So what are you trying to say?

Ignore the knife and go for a knockout?

You do know that there are people out there who will simply not go unconcious for you, right? "Shutting off their brain" is NOT always as easy as you seem to think it is.

Or am I misunderstanding your post?


----------



## BLACK LION

no not at all my friend, let me elaborate....  

everyone will fall to a crushed throat....everyone will squeel if you gouge out thier eyes...eveyone will be in agony with a crushed eardrum.... trauma to the central nervous system caused by continous "injury" will shut down thier ability to fight and eventually they will faint or die...    
but were talking about a knife attack....  you dont want them unconcious you want them non functional by either killing them or putting them in a bed with a straw till they pull the plug.... we are not lookin for a knockout or a tap out....crush his sternum... break his neck.... rupture his kidney ets 

to me a disarm is a social response to a violent confrontation... violence needs to occcur immediately to ensure you go home...there is no time to set up a disarm.... what if they rush you prison or gangland style....imagine football with knives...  when I thought of it that way all my disarms techniques went bye bye..... because if they are bigger and stronger you lose.... 
I was guilty of deuling with the tool but there are too many variables and too many ways to get cut trying to de-tool an attacker.... besides I have to always assume there is more than one attacker and why would I try to deul with someone when I can easily be jumped from another direction and still taken down....   

violence is not punching and kicking.... its not a knock out... tthis issocial sportsmans-like conduct.... 

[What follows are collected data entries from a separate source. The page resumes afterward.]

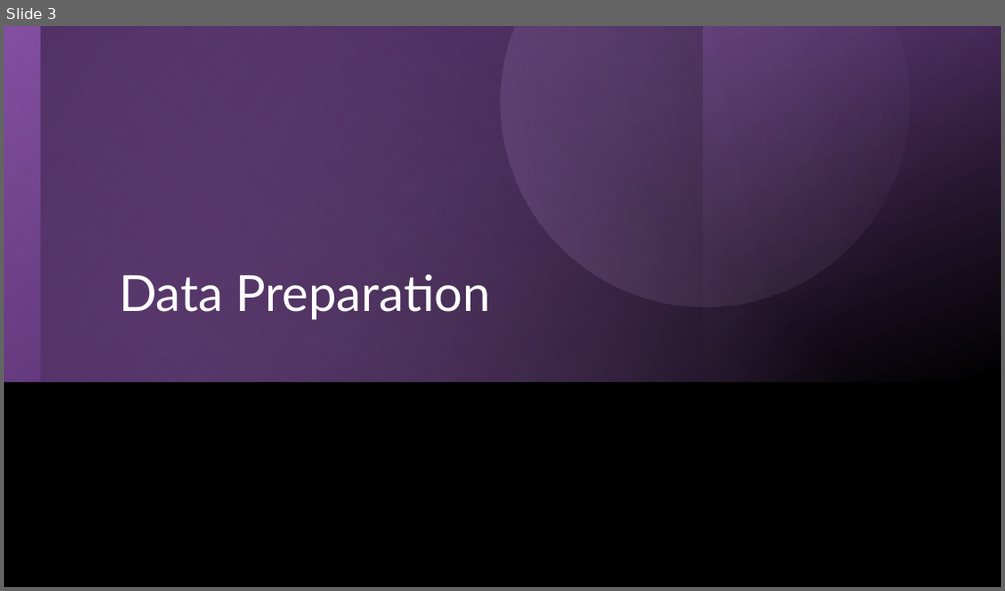
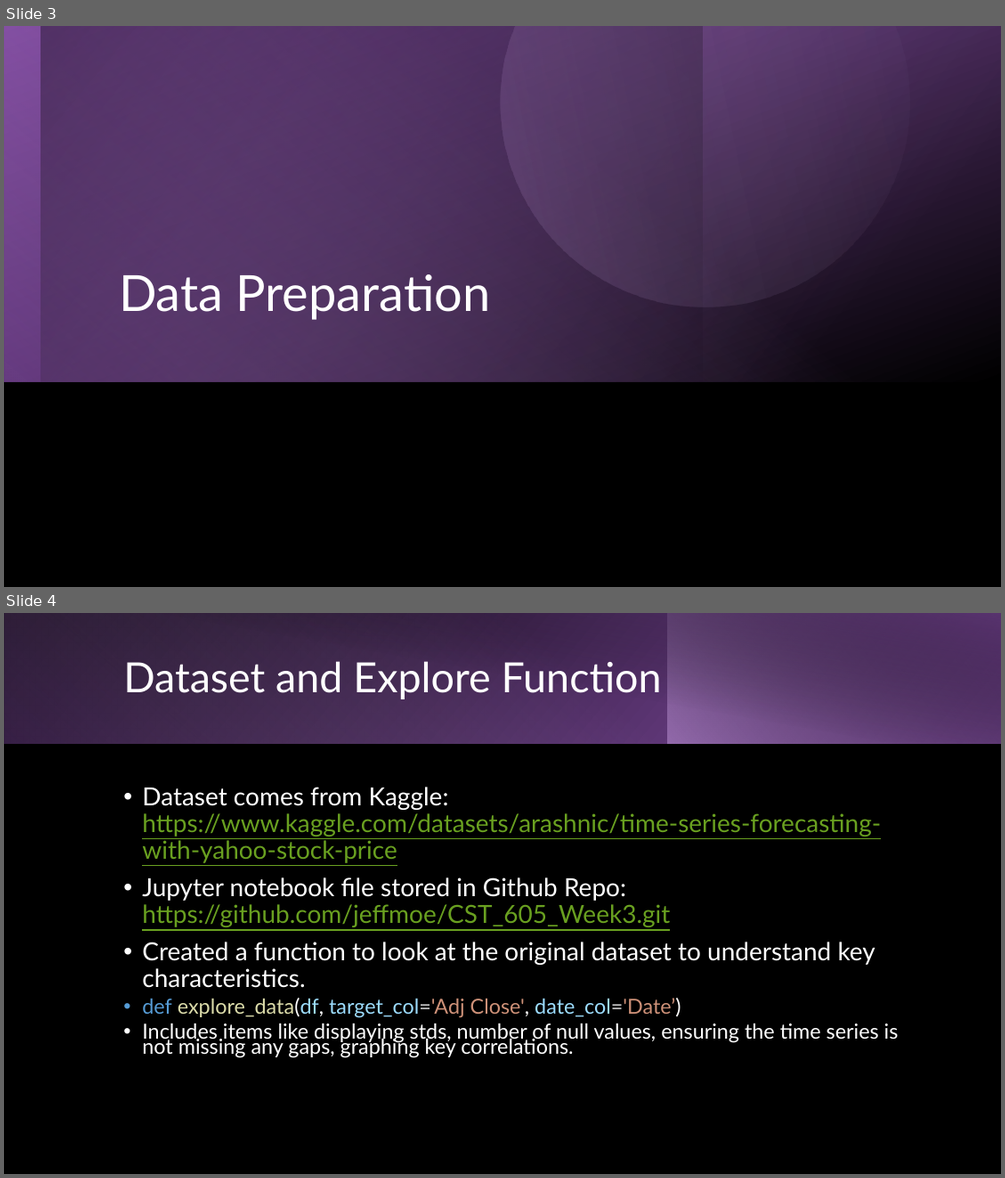
Before and after one commit to jeffmoe/CST_605_Week3, a slide deck: Week3.pptx. Shown one above the other, each under a label of ours: slide 3 before the commit, slides 3 and 4 after it. The pictures are 1005x591 and 1005x1178 pixels, drawn with LibreOffice and Linux fonts; fonts in the diff are those of the drawing. Boxes give left, top, right and bottom in pixels: in the first picture for what was removed or moved away, otherwise in the second. Text is boxed around its words. In the diff, an @@ line names an element or a change of style, - is before the commit and + after.

```diff
--- a/Week3.pptx
+++ b/Week3.pptx
@@ slide 4 added at [4, 613, 1001, 1174], background #000000 @@
@@ rectangle added at [4, 613, 1001, 743], fill gradient #000000 to #874EA9 @@
@@ rectangle added at [4, 613, 668, 743], fill gradient #AD84C6 to #5A3471 @@
@@ rectangle added at [41, 613, 1001, 744], fill gradient #000000 to #5A3471 @@
@@ rectangle added at [667, 613, 1001, 743], fill gradient #AD84C6 to #000000 @@
@@ title added at [123, 661, 662, 699], 40 pt, text #FFFFFF @@
+Dataset and Explore Function
@@ text added at [142, 787, 898, 1058], 24 pt, text #FFFFFF @@
+• Dataset comes from Kaggle: https://www.kaggle.com/datasets/arashnic/time-series-forecasting-with-yahoo-stock-price
+• Jupyter notebook file stored in Github Repo: https://github.com/jeffmoe/CST_605_Week3.git
+• Created a function to look at the original dataset to understand key characteristics.
+• def explore_data(df, target_col='Adj Close', date_col='Date’)
+• Includes items like displaying stds, number of null values, ensuring the time series is not missing any gaps, graphing key correlations.
```
Also in this commit, not shown: 1 slide changed, 16 other slides added, 1 slide removed, 2 other files.

I am talking about penetrating(entire body) through the guy rotating and crushing his throat, rupturing his testicles or gouging his eyeballs.... these things cause injury(300lb men) and give you the reactions you need to injure more things like crush a patella or an elbow or break some fingers...   imagine wrestling a knife away from a fully capable 300lb man or trying to break his arm.... he would toss me across the room.... but if i jam my thumbs into his skull through his eye sockets while pushing his head into the nearest hard surface Im going to get a nervous system reaction that will allow me to injure him further becuase he is no longer fully capable of using his strength and size against me.... I now have the unfair advantage he once thought he had with the knfe... his orbital fissures are crushed and his throat is next.... you show me a victim of a fatal stabbing after they gouged out thier attackers eyeballs and crushed thier throat- prolly wont find one.... now show me a victim of a fatal stabbing that tried to wrestle the knife away or defend against it- there is one every day .....   

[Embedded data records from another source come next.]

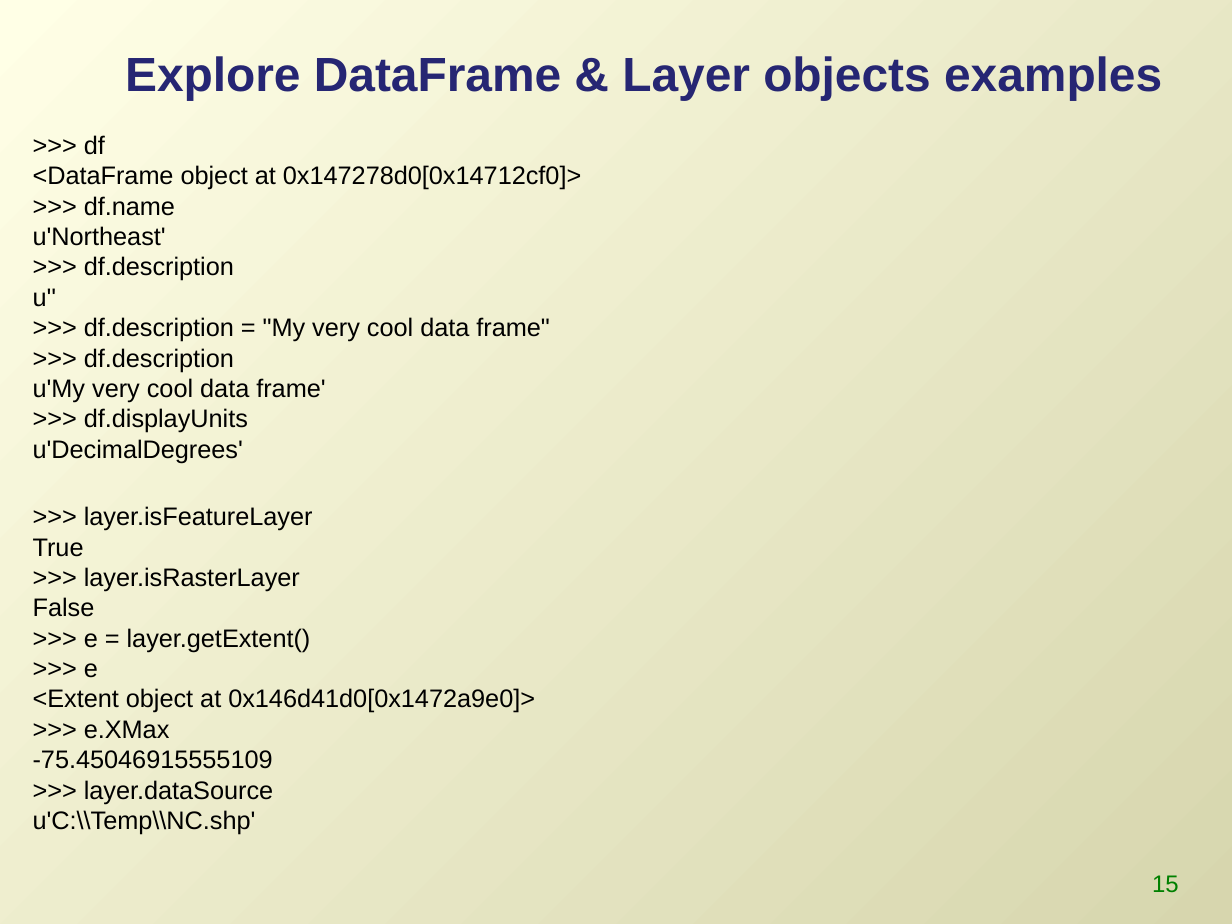
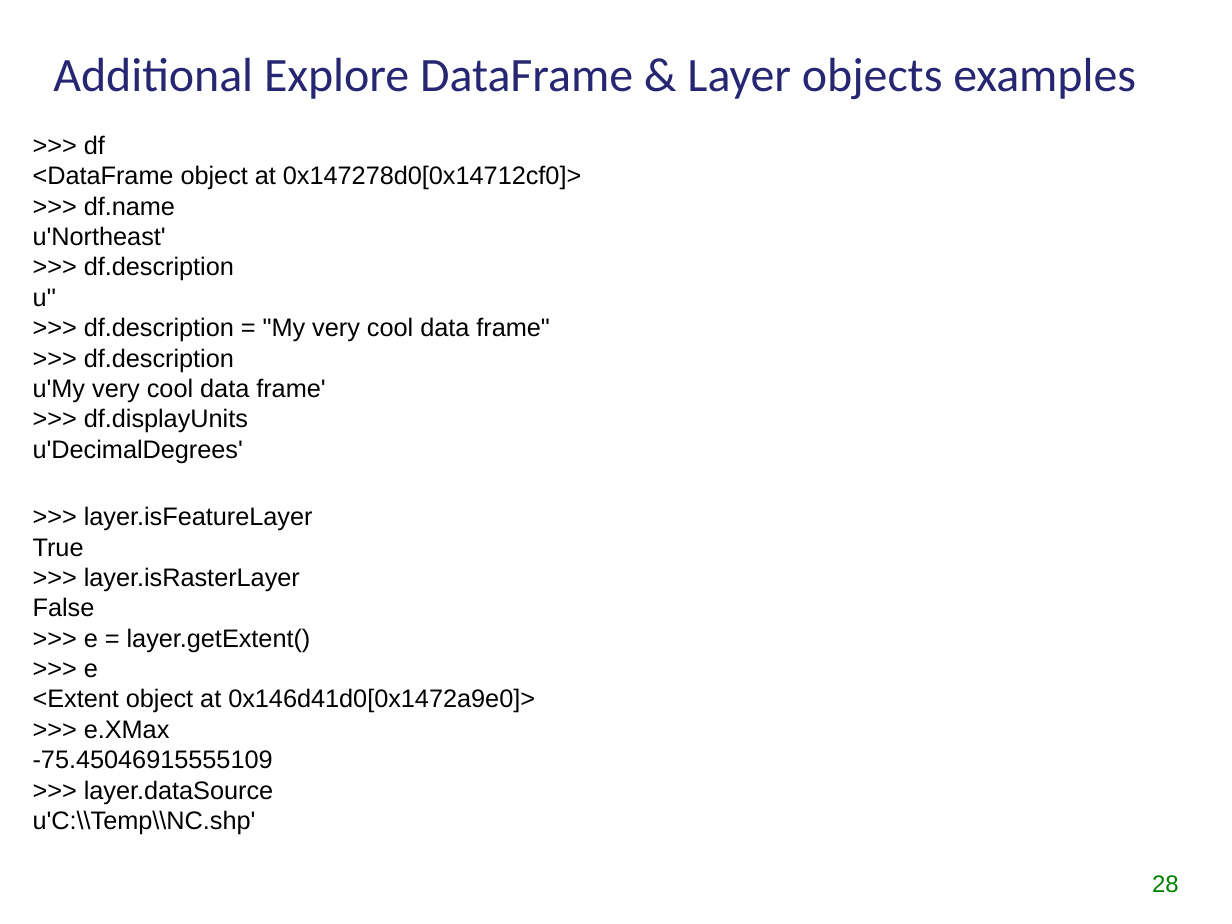
Before and after one commit to lgtateos/gis540, a slide deck: slide 28 of slides/arcpyMapping.ppt (slide 15 before the commit). Drawn at 1232x924 pixels with LibreOffice and Linux fonts; fonts in the diff are those of the drawing. Boxes give left, top, right and bottom in pixels: in the first picture for what was removed or moved away, otherwise in the second. Text is boxed around its words. In the diff, an @@ line names an element or a change of style, - is before the commit and + after.

```diff
--- a/slides/arcpyMapping.ppt
+++ b/slides/arcpyMapping.ppt
@@ background gradient #FFFFE6 to #D7D6AE to #FFFFFF @@
@@ title at (x1=53, y1=57, x2=1136, y2=100): text changed; font Arial to Calibri; bold off @@
-Explore DataFrame & Layer objects examples
+Additional Explore DataFrame & Layer objects examples
@@ page number at (x1=1152, y1=875, x2=1179, y2=893): text changed @@
-15
+28
```
Also in this commit, not shown: 25 other slides changed, 7 slides added, 3 slides removed.

the human body can withstand large amounts of punishment.... punches ,kicks, throws, locks and mma shows us that.... the brain and the central nervous system remain fully functional and capable...   if you rupture a testicle or misplace a hip joint you interrupt the central nervous system with trauma....   this is the goal....    why punch the guy or kick him when you can drop your whole body weight with a fore arm elbow or knee


----------



## geezer

BLACK LION said:


> ...to me a disarm is a social response to a violent confrontation... violence needs to occcur immediately to ensure you go home...there is no time to set up a disarm....


 
I have to agree. You always hear talk about "de-fanging the serpent." Well _just think about that for a minute_. You find a rattler in the corrals. You gotta kill it, 'cause it's a danger to you and the livestock. Now, you gonna go hunt up a pair a pliers and try to yank out its teeth, or *just grab a shovel and crush its head?*

Now , like Black Lion said, doesn't the same thing apply when you're dealing with a _human snake?_


----------



## Bodhisattva

Hawke said:


> Demonstration of why using two hands to disarm can be dangerous.
> 
> Part 1
> 
> 
> 
> 
> Part 2
> 
> 
> 
> 
> 
> What are your thoughts?  Has anyone seen a 2 hand disarm fast enough to work?  Can you post a YouTube link of an efficient knife disarm?
> 
> Thanks.
> 
> (I still like some of the moves here:  http://www.youtube.com/watch?v=n7mWBtaQ6xo&mode=related&search= )



Disarming a knife wielding attacker is ALWAYS dangerous.

You are much better grabbing his knife arm with TWO hands than with One.

Just think about it.  The reasons are obvious.

You grab my knife hand with one hand, and I am going to cut you.


----------



## wrc619

I think there is a very good reason there is a Federal doctrine that man with a drawn knife is more dangerous than a man with a holsterd gun at 9 feet.  I think the create distance for defense has the most merit.  When we do knife drills, a disarm is a secondary consideration.  Avoid the blade is number one.  If he happens to drop the knife from a runaway back kick in the balls, or some other dirty rotten survival(so called cheating) tactic great.  During our recent knife training day, Instructor had us use markers and wear white T-shirts.  Even Instructor got "cut".  We were using free sparring, which is in essence, use all that you have learned thus far to defend yourself.  Knife defense number one doesn't work very well on an uncooperative opponent.  Those drills were done to reinforce to us the reality:xtrmshock that karate is not magic.


----------



## arnisador

geezer said:


> I have to agree. You always hear talk about "de-fanging the serpent." Well _just think about that for a minute_. You find a rattler in the corrals. You gotta kill it, 'cause it's a danger to you and the livestock. Now, you gonna go hunt up a pair a pliers and try to yank out its teeth, or *just grab a shovel and crush its head?*


 
A good point, and if that can work, fine!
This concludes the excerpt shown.